The bacterial ESCRT-III PspA rods thin lipid tubules and increase membrane curvature through helix α0 interactions

Article

Hudina, Esther; Schott-Verdugo, Stephan; Junglas, Benedikt; Kutzner, Mirka; Ritter, Ilona; Hellmann, Nadja; Schneider, Dirk; Gohlke, Holger; Sachse, Carsten

Helmholtz Association; Research Center Julich; Heinrich Heine University Dusseldorf; Helmholtz Association; Research Center Julich; Johannes Gutenberg University of Mainz; Johannes Gutenberg University of Mainz; Heinrich Heine University Dusseldorf

PROCEEDINGS OF THE NATIONAL ACADEMY OF SCIENCES OF THE UNITED STATES OF AMERICA

0027-13777

10.1073/pnas.2506286122

2025-08-12

The phage shock protein A (PspA), a bacterial member of the endosomal sorting complexes required for transport (ESCRT)-III superfamily, forms rod-shaped helical assemblies that internalize membrane tubules.
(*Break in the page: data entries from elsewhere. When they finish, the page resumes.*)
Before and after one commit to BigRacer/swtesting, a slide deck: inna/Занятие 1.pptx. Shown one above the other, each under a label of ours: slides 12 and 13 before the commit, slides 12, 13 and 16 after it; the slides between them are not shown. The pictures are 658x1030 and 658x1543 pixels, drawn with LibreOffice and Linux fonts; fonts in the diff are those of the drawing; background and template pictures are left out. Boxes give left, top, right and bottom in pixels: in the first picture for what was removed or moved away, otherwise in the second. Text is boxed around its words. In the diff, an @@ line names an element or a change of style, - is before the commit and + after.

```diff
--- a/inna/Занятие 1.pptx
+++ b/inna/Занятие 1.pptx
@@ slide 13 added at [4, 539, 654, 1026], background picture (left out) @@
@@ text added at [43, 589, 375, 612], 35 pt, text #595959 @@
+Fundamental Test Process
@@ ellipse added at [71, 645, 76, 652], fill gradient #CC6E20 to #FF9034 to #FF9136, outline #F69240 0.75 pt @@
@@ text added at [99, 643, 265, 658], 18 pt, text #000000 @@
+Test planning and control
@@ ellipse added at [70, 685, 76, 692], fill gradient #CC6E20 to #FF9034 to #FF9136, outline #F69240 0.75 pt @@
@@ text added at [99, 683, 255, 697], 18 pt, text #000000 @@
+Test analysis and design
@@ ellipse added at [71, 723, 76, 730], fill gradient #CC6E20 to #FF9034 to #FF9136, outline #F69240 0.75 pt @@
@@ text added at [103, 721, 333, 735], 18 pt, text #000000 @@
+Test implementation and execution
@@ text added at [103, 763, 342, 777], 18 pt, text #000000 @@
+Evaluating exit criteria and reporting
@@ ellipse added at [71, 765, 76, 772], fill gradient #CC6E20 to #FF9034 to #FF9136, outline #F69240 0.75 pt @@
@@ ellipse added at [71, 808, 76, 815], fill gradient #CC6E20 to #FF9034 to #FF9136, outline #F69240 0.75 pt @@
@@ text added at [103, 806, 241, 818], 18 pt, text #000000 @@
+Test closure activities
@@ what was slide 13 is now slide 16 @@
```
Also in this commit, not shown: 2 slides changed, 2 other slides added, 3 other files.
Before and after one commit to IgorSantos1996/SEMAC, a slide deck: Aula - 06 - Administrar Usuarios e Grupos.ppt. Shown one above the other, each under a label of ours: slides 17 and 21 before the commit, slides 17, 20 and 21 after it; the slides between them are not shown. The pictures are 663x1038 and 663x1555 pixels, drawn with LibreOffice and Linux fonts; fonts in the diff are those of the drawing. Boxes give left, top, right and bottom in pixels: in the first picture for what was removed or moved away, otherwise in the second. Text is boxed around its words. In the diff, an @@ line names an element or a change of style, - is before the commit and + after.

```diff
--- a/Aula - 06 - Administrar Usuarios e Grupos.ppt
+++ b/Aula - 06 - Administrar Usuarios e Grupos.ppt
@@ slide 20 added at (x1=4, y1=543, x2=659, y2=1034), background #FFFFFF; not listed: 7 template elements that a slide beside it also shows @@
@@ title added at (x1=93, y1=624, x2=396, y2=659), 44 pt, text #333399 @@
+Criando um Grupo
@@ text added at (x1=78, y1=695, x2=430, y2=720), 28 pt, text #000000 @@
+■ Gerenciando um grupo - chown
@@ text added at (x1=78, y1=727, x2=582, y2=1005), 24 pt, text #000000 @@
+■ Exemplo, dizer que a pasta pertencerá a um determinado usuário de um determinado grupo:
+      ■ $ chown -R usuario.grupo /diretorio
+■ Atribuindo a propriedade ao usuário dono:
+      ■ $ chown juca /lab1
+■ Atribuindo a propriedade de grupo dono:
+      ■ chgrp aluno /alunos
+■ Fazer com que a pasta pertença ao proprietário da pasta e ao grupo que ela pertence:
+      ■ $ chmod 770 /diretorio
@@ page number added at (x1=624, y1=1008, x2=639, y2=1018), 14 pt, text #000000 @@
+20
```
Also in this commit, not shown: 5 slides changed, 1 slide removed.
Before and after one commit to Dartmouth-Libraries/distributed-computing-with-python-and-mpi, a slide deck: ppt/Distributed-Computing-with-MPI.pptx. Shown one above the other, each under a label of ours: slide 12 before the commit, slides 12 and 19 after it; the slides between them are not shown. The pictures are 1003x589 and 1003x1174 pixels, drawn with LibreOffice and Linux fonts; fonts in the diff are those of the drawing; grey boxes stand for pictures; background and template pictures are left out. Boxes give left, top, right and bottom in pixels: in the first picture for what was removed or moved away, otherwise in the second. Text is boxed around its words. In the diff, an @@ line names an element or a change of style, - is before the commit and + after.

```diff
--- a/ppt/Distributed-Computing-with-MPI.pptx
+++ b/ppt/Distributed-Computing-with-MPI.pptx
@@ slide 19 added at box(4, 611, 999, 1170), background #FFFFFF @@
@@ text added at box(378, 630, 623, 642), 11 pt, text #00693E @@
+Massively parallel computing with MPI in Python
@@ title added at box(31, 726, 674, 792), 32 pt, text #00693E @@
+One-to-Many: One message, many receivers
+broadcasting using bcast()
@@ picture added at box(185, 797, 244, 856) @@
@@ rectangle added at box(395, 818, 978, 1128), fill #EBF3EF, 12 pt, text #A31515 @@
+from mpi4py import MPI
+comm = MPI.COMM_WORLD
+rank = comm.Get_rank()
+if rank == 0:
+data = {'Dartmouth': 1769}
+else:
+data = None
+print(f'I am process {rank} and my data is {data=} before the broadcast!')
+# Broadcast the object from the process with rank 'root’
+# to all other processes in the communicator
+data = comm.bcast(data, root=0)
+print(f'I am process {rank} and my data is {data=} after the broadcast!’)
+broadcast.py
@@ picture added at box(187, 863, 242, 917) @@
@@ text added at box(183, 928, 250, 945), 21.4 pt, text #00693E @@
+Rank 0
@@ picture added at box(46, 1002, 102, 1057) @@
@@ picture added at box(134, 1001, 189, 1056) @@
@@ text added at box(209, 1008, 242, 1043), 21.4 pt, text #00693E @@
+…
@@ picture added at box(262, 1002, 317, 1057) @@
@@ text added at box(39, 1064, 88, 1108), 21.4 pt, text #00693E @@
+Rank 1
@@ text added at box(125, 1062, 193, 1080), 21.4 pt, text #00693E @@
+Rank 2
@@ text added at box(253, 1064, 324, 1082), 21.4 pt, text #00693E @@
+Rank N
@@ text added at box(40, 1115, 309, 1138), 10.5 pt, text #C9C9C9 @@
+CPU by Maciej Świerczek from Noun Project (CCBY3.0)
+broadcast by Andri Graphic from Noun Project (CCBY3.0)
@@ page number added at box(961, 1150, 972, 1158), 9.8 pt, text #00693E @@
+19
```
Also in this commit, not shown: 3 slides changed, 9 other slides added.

The N-terminal helix alpha 0 of PspA (and other ESCRT-III members) has been suggested to act as a membrane anchor; the detailed mechanism, however, of how it binds to membranes and eventually triggers membrane fusion and/or fission events remains unclear. By solving a total of 15 cryoelectron microscopy (cryo-EM) structures of PspA and a truncation lacking the N-terminal helix alpha 0 in the presence of Escherichia coli polar lipid membranes, we show in molecular detail how PspA interacts with and remodels membranes: Binding of the N-terminal helix alpha 0 in the outer tubular membrane leaflet induces membrane curvature, supporting membrane tubulation by PspA. Detailed molecular dynamics simulations and free energy computations of interactions between the helix alpha 0 and negatively charged membranes suggest a compensating mechanism between helix-membrane interactions and the energy contributions required for membrane bending. The energetic considerations are in line with the membrane structures observed in the cryo-EM images of tubulated membrane vesicles, fragmented vesicles inside tapered PspA rods, and shedded vesicles emerging at the thinner PspA rod ends. Our results provide insights into the molecular determinants and a potential mechanism of vesicular membrane remodeling mediated by a member of the ESCRT-III superfamily.